By Christopher White, The Tablet’s National Correspondent
PANAMA CITY, Panama – While skeptics may question the value of World Youth Day, the Vatican-sponsored week-long youth festival currently taking place in Panama, one border bishop from Texas believes it’s never been more important as it helps combat rising tides of nationalism across the globe.
“I just love this feeling that the world can come together, and the youth are so excited to meet people from other places and to share what we have in common, which is our Catholic faith, across the language or cultural barriers,” Bishop Mark Seitz of El Paso told The Tablet.
“There’s so much of this that is an antidote to the prevailing direction that we’re seeing the world go in,” he said.
Seitz, who has participated in all three World Youth Days under Pope Francis, takes particular delight in the location of this year’s event as the country of Panama is often considered a bridge connecting continents and oceans and their peoples.
“It’s such an appropriate place for us to gather, especially when the world is becoming more polarized,” said Seitz. “Not only do we have the secular culture’s individualism, but on the political level, there’s such nationalism that tends to separate us.”
Although Seitz, along with 70 pilgrims from his diocese, may be away from home for the week, he’s still tuned in to the latest news of the federal government shutdown that’s now been going on for over a month.
He says he believes that President Donald Trump’s decision to close down the government until he receives funding for a border wall between the U.S. and Mexico is “extremely unhealthy.”

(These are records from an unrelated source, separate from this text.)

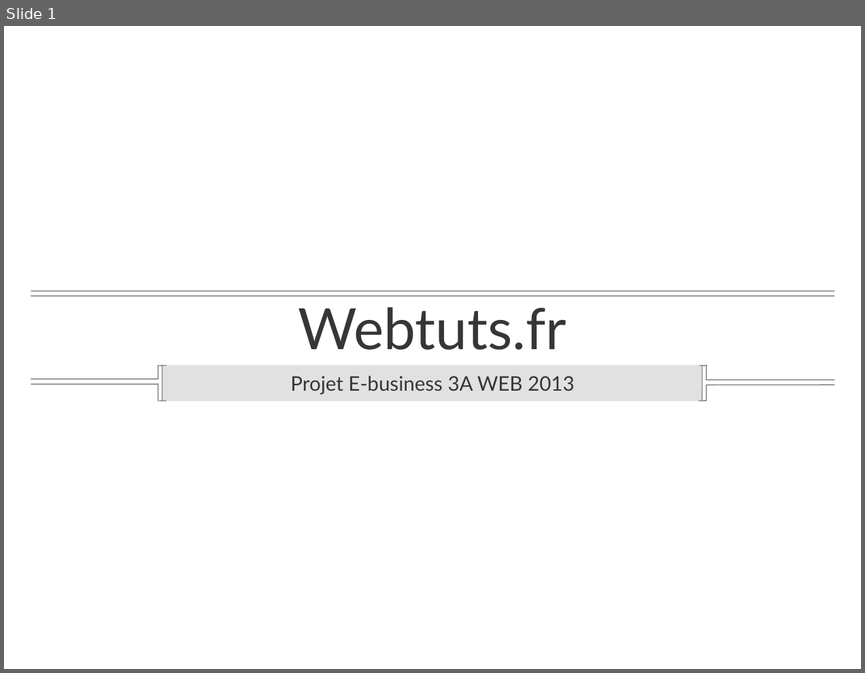
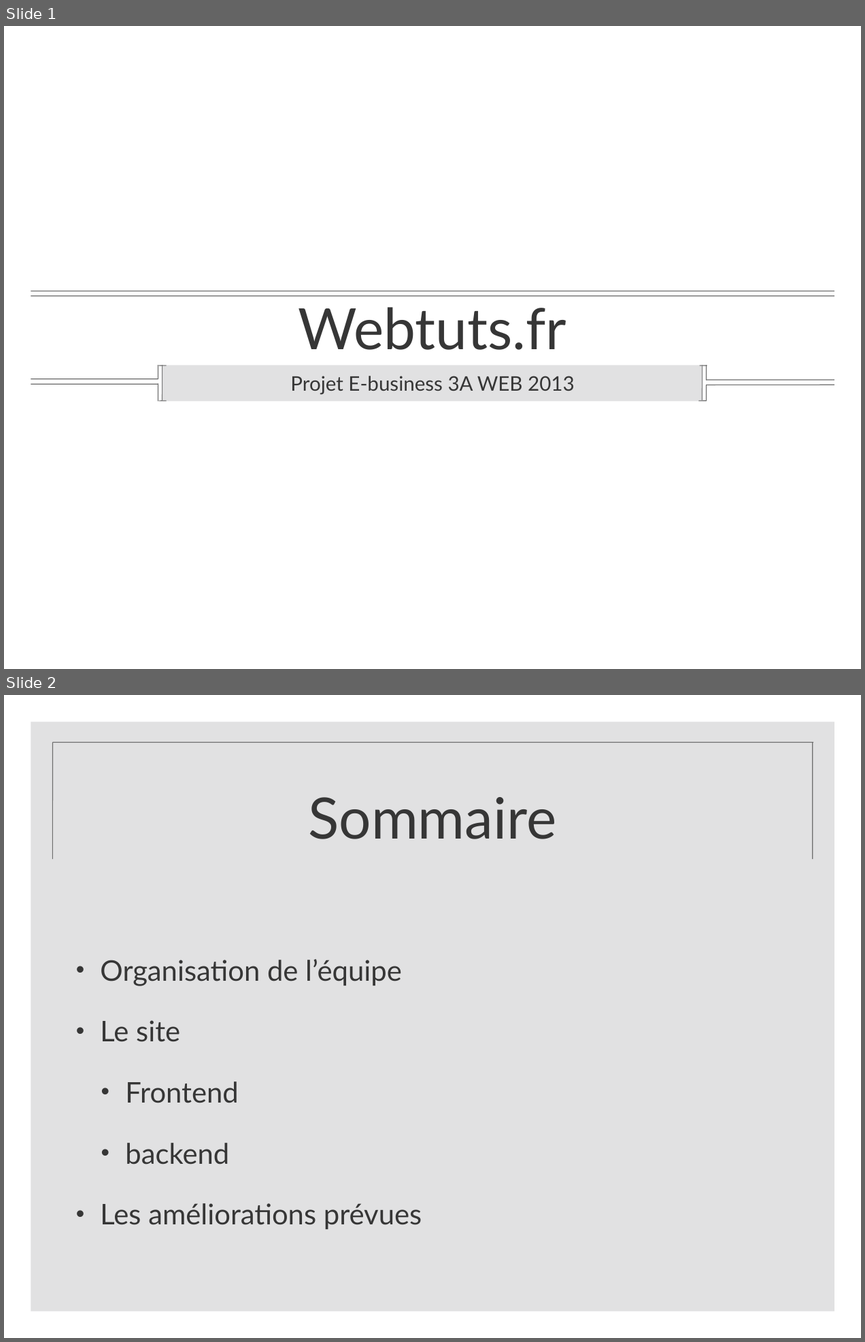
Before and after one commit to fitzlucassen/Webtuts.fr, a slide deck: documents/blog.ppt. Shown one above the other, each under a label of ours: slide 1 before the commit, slides 1 and 2 after it. The pictures are 865x673 and 865x1342 pixels, drawn with LibreOffice and Linux fonts; fonts in the diff are those of the drawing; background and template pictures are left out. Boxes give left, top, right and bottom in pixels: in the first picture for what was removed or moved away, otherwise in the second. Text is boxed around its words. In the diff, an @@ line names an element or a change of style, - is before the commit and + after.

```diff
--- a/documents/blog.ppt
+++ b/documents/blog.ppt
@@ slide 2 added at (4, 695, 861, 1338), background picture (left out) @@
@@ rectangle added at (31, 722, 834, 1311), fill #B5B5B7 at 40% opacity @@
@@ line added from (53, 859) to (53, 742), #6D6D6D 0.99 pt @@
@@ line added from (813, 742) to (53, 742), #6D6D6D 0.99 pt @@
@@ line added from (813, 859) to (813, 742), #6D6D6D 0.99 pt @@
@@ title added at (309, 797, 557, 839), 68 pt, text #363636 @@
+Sommaire
@@ text added at (100, 959, 422, 1229), 34 pt, text #363636 @@
+• Organisation de l’équipe
+• Le site
+  • Frontend
+  • backend
+• Les améliorations prévues
```
Also in this commit, not shown: 3 slides changed, 5 other slides added, 4 slides removed, 3 other files.

On Wednesday, en route to Panama, the pope said that the proposed border wall is driven by “fear” that makes people act irrationally.
“I understand that there are always negotiations, and there’s always compromise on a political level. But I think we’ve reached a new low in terms of debate and what those compromises should be,” Seitz said.
“You’re always going to have people say, ‘I’ll give you a little of this, if you give me a little of that.’ But what you offer should not be based upon the lives and well-being of human beings,” he said.
Seitz also told The Tablet that the tragic irony of the present situation is that while the president claims the border wall is necessary for security and safety, by closing the government he’s counteracting both.
“The U.S. government has hundreds of thousands of employees and they’re not a bargaining tool,” Seitz continued. “It’s kind of like a family where, in order to get one child to do what’s right, you say, well, ‘I’m not going to feed your brother until you agree.’ That’s not how it works.”
Seitz, however, also wants to make it clear that he’s not playing partisan politics, telling The Tablet that withholding government funding as a means to get one’s way “didn’t start with the present administration.”
Regardless who’s in office, he insists that such tactics are “a real abuse of the system.”
“In a democratic system you ought to be talking about issues and weighing priorities, but this clearly isn’t the way it’s supposed to work,” he said.
Seitz, who often sports a “Defend Immigrants” button on his coat jacket, says that in the coming days, he doesn’t expect to hear anything “earth-shaking” from Francis on migration – ”he’s been so clear already” – but he believes Panama, and World Youth Day specifically, will help punctuate many of the themes so close to both his and the pope’s hearts.
“He brings it to us in the American hemisphere, so there’s a timeliness to it,” Seitz said. “And here we are living this unity that we, as Catholics, believe is something we should be searching for in the world.”
“This is not to say that borders should go away or nations should go away. Nobody is saying that. We love our nation. Everyone here is carrying their flags – they’re proud of their country,” he continued.
“Yet this experience creates the possibility of encounter, and this is something we’re living at World Youth Day,” said Seitz.